*** Opening Extracted material ***

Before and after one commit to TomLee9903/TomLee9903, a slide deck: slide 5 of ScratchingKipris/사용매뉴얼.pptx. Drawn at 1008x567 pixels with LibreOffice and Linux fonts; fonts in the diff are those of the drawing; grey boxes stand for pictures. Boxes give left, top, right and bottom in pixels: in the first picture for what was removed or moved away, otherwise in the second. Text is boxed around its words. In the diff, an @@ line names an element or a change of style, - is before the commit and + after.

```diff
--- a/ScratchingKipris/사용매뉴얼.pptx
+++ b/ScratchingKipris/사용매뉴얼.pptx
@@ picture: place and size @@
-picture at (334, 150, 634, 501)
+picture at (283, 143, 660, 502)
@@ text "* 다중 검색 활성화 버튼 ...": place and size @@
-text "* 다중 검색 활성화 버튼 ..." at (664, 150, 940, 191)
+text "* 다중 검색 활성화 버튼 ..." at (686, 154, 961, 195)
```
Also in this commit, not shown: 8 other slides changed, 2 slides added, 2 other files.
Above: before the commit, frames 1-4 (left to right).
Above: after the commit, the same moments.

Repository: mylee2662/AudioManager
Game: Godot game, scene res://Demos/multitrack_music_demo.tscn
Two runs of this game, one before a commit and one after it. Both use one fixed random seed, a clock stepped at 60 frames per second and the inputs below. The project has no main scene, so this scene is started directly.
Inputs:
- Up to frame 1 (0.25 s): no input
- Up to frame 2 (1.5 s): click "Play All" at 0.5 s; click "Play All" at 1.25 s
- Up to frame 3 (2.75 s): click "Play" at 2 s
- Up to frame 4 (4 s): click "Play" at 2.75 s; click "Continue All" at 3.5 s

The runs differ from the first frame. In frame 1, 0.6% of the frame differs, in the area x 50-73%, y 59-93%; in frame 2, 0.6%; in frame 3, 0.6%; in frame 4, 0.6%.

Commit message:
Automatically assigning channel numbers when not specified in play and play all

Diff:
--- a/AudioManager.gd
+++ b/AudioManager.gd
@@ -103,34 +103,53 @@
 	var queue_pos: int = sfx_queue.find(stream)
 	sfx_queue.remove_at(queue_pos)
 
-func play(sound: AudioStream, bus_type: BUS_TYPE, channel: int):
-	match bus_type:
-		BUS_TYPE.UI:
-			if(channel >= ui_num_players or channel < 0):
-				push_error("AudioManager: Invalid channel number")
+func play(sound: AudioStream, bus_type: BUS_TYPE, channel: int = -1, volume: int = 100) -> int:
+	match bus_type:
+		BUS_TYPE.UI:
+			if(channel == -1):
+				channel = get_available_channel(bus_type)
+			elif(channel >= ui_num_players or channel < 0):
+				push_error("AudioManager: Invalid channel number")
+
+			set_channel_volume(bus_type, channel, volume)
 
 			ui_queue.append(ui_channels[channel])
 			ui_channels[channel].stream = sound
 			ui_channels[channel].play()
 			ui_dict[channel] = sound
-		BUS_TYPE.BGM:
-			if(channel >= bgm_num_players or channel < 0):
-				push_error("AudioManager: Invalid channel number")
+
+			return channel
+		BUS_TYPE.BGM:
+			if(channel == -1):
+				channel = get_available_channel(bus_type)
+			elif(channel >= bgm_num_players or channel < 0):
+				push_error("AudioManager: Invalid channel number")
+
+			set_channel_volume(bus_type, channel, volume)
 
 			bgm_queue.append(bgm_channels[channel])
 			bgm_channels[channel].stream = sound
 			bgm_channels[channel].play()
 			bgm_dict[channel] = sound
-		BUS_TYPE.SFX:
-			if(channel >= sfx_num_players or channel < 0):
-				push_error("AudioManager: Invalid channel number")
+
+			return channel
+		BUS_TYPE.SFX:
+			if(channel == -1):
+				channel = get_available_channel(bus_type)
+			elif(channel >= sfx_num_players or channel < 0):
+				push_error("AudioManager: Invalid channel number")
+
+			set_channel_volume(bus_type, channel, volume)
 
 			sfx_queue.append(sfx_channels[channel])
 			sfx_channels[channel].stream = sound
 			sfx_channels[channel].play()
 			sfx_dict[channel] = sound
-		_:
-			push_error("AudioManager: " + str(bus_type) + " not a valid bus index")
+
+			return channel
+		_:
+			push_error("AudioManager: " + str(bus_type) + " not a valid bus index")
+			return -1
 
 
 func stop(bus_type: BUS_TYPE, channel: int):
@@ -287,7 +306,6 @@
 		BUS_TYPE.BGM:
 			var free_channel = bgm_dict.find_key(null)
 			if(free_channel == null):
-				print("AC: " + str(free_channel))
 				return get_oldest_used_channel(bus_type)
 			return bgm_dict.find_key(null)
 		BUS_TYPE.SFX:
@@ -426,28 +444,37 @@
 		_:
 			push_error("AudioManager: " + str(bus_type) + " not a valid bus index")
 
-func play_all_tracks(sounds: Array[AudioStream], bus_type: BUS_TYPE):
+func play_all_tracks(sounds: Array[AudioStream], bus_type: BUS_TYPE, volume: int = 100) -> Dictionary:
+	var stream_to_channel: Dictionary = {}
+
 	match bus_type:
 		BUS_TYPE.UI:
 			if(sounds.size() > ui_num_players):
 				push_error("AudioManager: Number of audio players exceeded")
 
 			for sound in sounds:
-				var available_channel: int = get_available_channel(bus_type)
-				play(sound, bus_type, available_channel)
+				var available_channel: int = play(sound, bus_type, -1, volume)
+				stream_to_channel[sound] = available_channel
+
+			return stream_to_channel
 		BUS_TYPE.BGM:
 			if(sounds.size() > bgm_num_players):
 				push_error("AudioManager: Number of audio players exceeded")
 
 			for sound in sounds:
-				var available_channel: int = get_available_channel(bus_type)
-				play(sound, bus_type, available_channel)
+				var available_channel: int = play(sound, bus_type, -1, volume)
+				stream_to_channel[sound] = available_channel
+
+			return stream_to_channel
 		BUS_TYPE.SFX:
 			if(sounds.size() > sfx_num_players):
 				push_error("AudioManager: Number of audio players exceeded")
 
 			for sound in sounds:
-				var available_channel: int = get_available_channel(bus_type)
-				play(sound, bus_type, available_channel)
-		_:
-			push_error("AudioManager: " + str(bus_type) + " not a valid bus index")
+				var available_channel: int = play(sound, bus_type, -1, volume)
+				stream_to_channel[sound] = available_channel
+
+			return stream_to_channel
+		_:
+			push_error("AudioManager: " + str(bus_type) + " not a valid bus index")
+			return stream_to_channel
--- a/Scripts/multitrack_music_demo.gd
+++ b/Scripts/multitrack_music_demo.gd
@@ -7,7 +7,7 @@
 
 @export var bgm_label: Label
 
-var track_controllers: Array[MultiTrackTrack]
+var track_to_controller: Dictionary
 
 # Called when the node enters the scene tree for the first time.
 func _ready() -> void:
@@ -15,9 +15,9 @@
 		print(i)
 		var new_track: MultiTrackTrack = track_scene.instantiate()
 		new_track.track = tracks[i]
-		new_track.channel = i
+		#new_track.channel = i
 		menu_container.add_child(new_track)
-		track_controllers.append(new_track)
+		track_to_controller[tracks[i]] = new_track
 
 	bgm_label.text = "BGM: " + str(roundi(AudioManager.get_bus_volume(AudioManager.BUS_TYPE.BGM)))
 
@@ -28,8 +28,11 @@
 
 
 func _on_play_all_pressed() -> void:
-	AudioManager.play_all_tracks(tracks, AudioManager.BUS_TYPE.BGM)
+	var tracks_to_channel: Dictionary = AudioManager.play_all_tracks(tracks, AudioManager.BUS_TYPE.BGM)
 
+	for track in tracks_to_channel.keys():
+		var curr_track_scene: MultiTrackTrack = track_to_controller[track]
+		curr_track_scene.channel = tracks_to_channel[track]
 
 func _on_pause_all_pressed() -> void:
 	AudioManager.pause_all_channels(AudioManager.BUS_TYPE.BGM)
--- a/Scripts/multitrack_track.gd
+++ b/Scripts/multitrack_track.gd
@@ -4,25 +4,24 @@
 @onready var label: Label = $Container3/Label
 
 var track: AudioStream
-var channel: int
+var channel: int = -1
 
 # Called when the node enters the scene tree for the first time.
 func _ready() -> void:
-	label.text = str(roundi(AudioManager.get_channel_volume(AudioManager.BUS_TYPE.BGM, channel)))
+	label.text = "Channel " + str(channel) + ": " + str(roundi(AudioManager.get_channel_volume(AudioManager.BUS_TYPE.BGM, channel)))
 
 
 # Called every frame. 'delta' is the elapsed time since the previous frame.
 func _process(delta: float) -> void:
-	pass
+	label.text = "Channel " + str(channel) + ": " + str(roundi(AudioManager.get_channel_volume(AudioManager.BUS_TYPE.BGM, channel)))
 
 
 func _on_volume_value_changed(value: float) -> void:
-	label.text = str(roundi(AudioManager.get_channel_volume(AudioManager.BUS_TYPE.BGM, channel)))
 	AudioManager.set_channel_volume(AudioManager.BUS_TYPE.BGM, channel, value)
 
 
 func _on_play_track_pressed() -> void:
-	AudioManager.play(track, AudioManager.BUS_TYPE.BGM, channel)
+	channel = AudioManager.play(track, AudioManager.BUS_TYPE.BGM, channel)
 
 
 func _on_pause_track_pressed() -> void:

*** Closing Extracted material ***

Locate all lines in the listing above with the word "Array" and copy them.

-func play_all_tracks(sounds: Array[AudioStream], bus_type: BUS_TYPE):
+func play_all_tracks(sounds: Array[AudioStream], bus_type: BUS_TYPE, volume: int = 100) -> Dictionary:
-var track_controllers: Array[MultiTrackTrack]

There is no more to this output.